First, consider the conditions in which the F0 of the masker was equal to the nominal target F0. The F0s that were estimated in these conditions are shown in the first column of Tables 1, 2, 3. While the raw estimates (Table 1) were often in error, reflecting the susceptibility of the Schroeder-histogram method to octave confusions mentioned above, the corrected estimates were less than 1% away from the true target F0 (Table 2), and masker F0 (Table 3). This can be understood based on the observation in Figs. 34 that, even though corresponding harmonics of the target and masker were too close to each other to evoke separate EP peaks, pairs of harmonics from the two HCTs were distant enough from neighboring pairs to produce a salient peak. The frequencies of these peaks were intermediate between the harmonic frequencies of the two HCTs. Therefore, while these frequencies did not equal precisely those of the target harmonics, they were slightly but consistently shifted toward them. Specifically, the corrected F0 estimates were 0.6%–0.8% higher for mixtures containing the higher-F0 target (shown in Figs. 34) than for mixtures containing the lower-F0 target (not shown in Figs. 34). Although such changes are small, they are comparable with DLF0s for single complexes containing resolved harmonics in their passband, which according to the present study, and earlier ones (Shackleton and Carlyon, 1994; Micheyl and Oxenham, 2004), are around 0.5%.
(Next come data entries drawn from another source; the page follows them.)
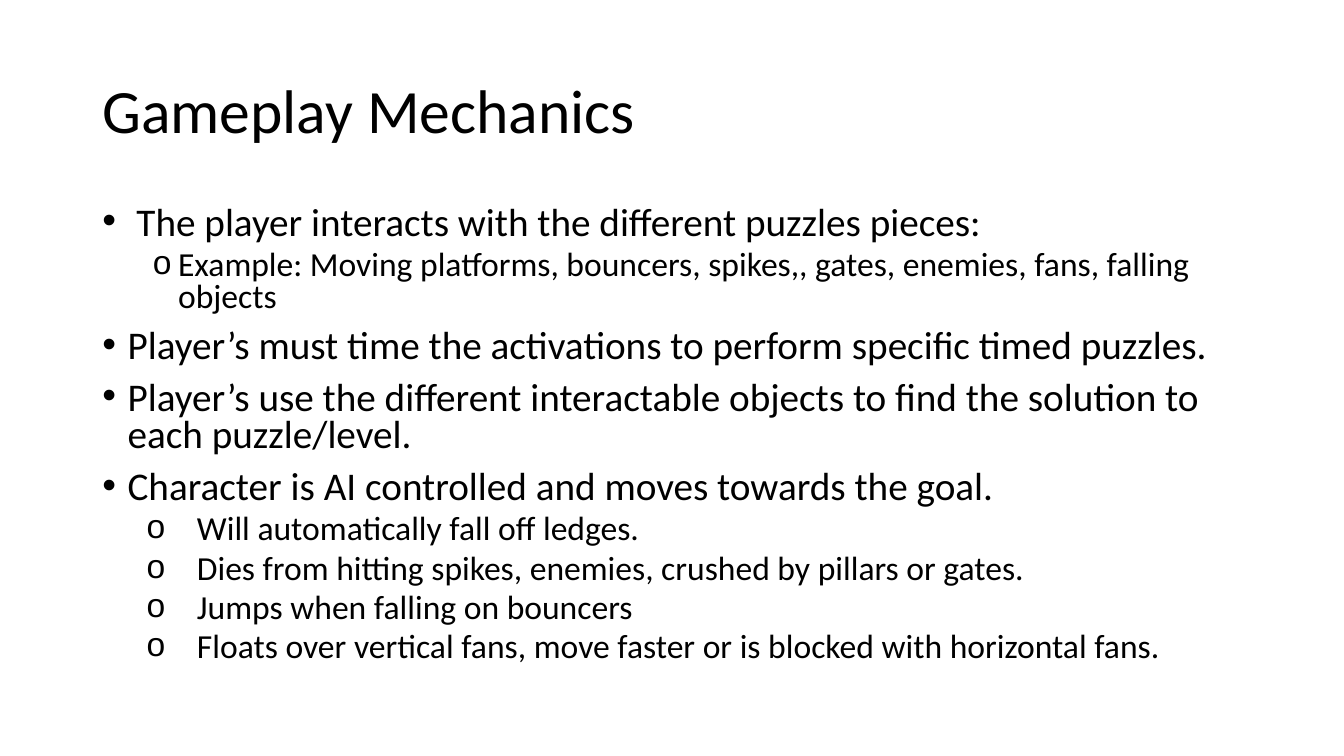
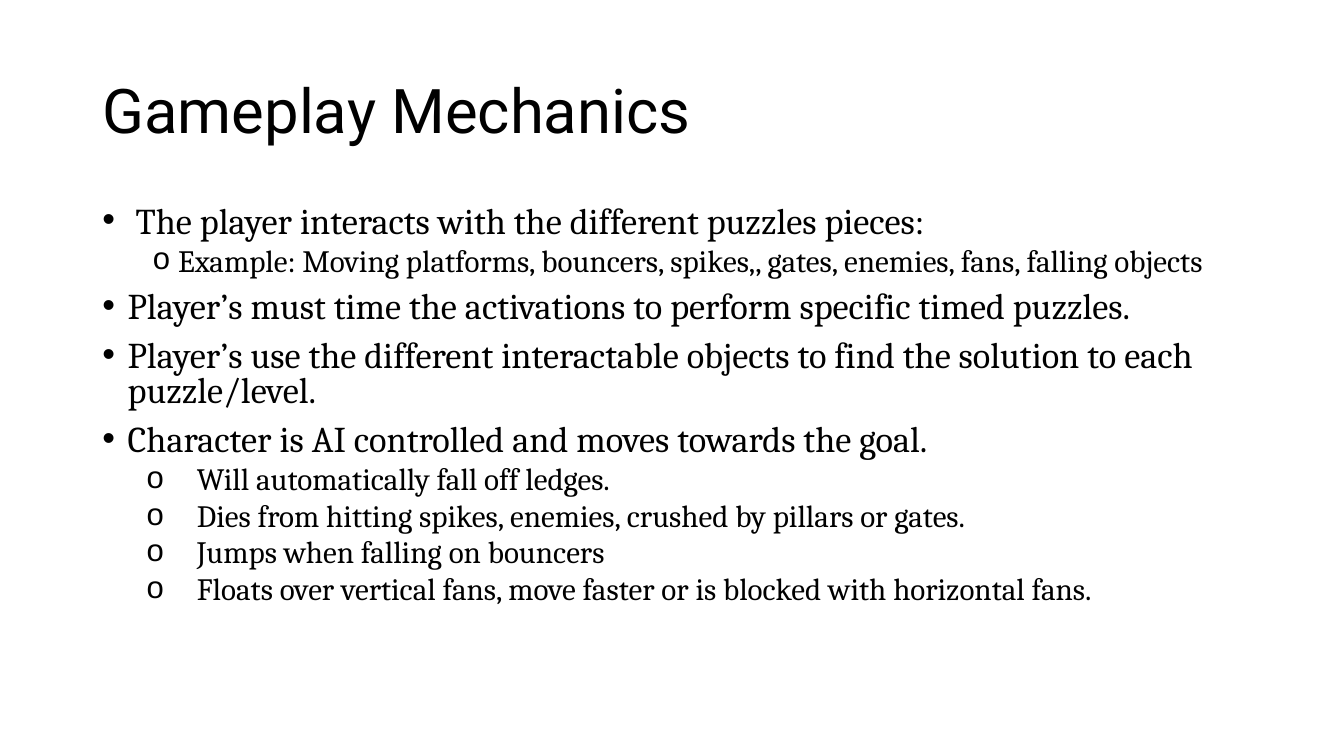
Before and after one commit to symbol24/Project-G-W, a slide deck: slide 5 of Project Game & Watch.pptx (slide 4 before the commit). Drawn at 1344x756 pixels with LibreOffice and Linux fonts; fonts in the diff are those of the drawing; background and template pictures are left out. Boxes give left, top, right and bottom in pixels: in the first picture for what was removed or moved away, otherwise in the second. Text is boxed around its words. In the diff, an @@ line names an element or a change of style, - is before the commit and + after.

```diff
--- a/Project Game & Watch.pptx
+++ b/Project Game & Watch.pptx
@@ title "Gameplay Mechanics" at (x1=102, y1=86, x2=690, y2=146): font Calibri to Roboto @@
@@ text "The player interacts with the ..." at (x1=128, y1=208, x2=1202, y2=604): size 28 to 25.9 pt in "The player interacts with the different puzzles ...", "Player’s must time the activations to perform ...", "Player’s use the different interactable objects to ...", "Character is AI controlled and moves towards ..."; font Calibri to Cambria; size 24 to 22.2 pt in "Example: Moving platforms, bouncers, spikes,, gates, enemies ...", "Will automatically fall off ledges.", "Dies from hitting spikes, enemies, crushed by ...", "Jumps when falling on bouncers" and 1 more places @@
```
Also in this commit, not shown: 7 other slides changed, 1 slide added, 5 other files.

If the frequencies of EP peaks evoked by pairs of neighboring target and masker harmonics were approximately equal to the average frequency of the two harmonics, masked DLF0s in these conditions should be roughly double those measured in the corresponding unmasked conditions. This prediction is not very far off: on average across the 200-LOW, 400-LOW, and 400-HIGH conditions, masked DLF0s were 2.6 times larger than unmasked DLF0s. The slightly larger-than-predicted effect of the masker could be due to the fact that EP peaks evoked conjointly by two harmonics separated by a few Hz were somewhat wider than EP peaks evoked by a single harmonic, so that their frequency could not be estimated quite as accurately.

These observations are consistent with the hypothesis that, in conditions in which the masker F0 equaled the nominal target F0, and target and masker harmonics were very close in frequency, performance was based on the discrimination of changes in the F0 estimated from the frequencies of salient peaks in place representations of the target-plus-masker mixture, or on shifts in the EP slopes surrounding each peak (Zwicker, 1952).

Masker F0 9 semitones away from the nominal target F0

Next, consider the conditions in which the masker F0 was 9 semitones below or above the nominal target F0. The F0s that were estimated from the frequencies of EP peaks in these conditions are indicated in the middle and last (right-hand) columns of Tables 2, 3. Except for the 400-LOW condition with the masker F0 9 semitones above the nominal target F0, these estimates were at least 4% (and up to 34%) away from the true (lower and higher) target F0s (Table 2). Such large estimation errors are due to the fact that in these conditions, the EPs contained peaks, the frequencies of which were intermediate between those of target and masker harmonics separated by several percent. This is especially apparent in the panels corresponding to the 200-LOW and 400-HIGH conditions with the masker F0 9 semitones above the nominal F0 of the targets, and to the 400-HIGH condition with the masker 9 semitones below the target, in Figs. 34. These EP peaks, which did not correspond precisely to a target harmonic, introduced spurious entries into the Schroeder-histogram, resulting in F0 estimates that corresponded neither to the target F0, nor to the masker F0.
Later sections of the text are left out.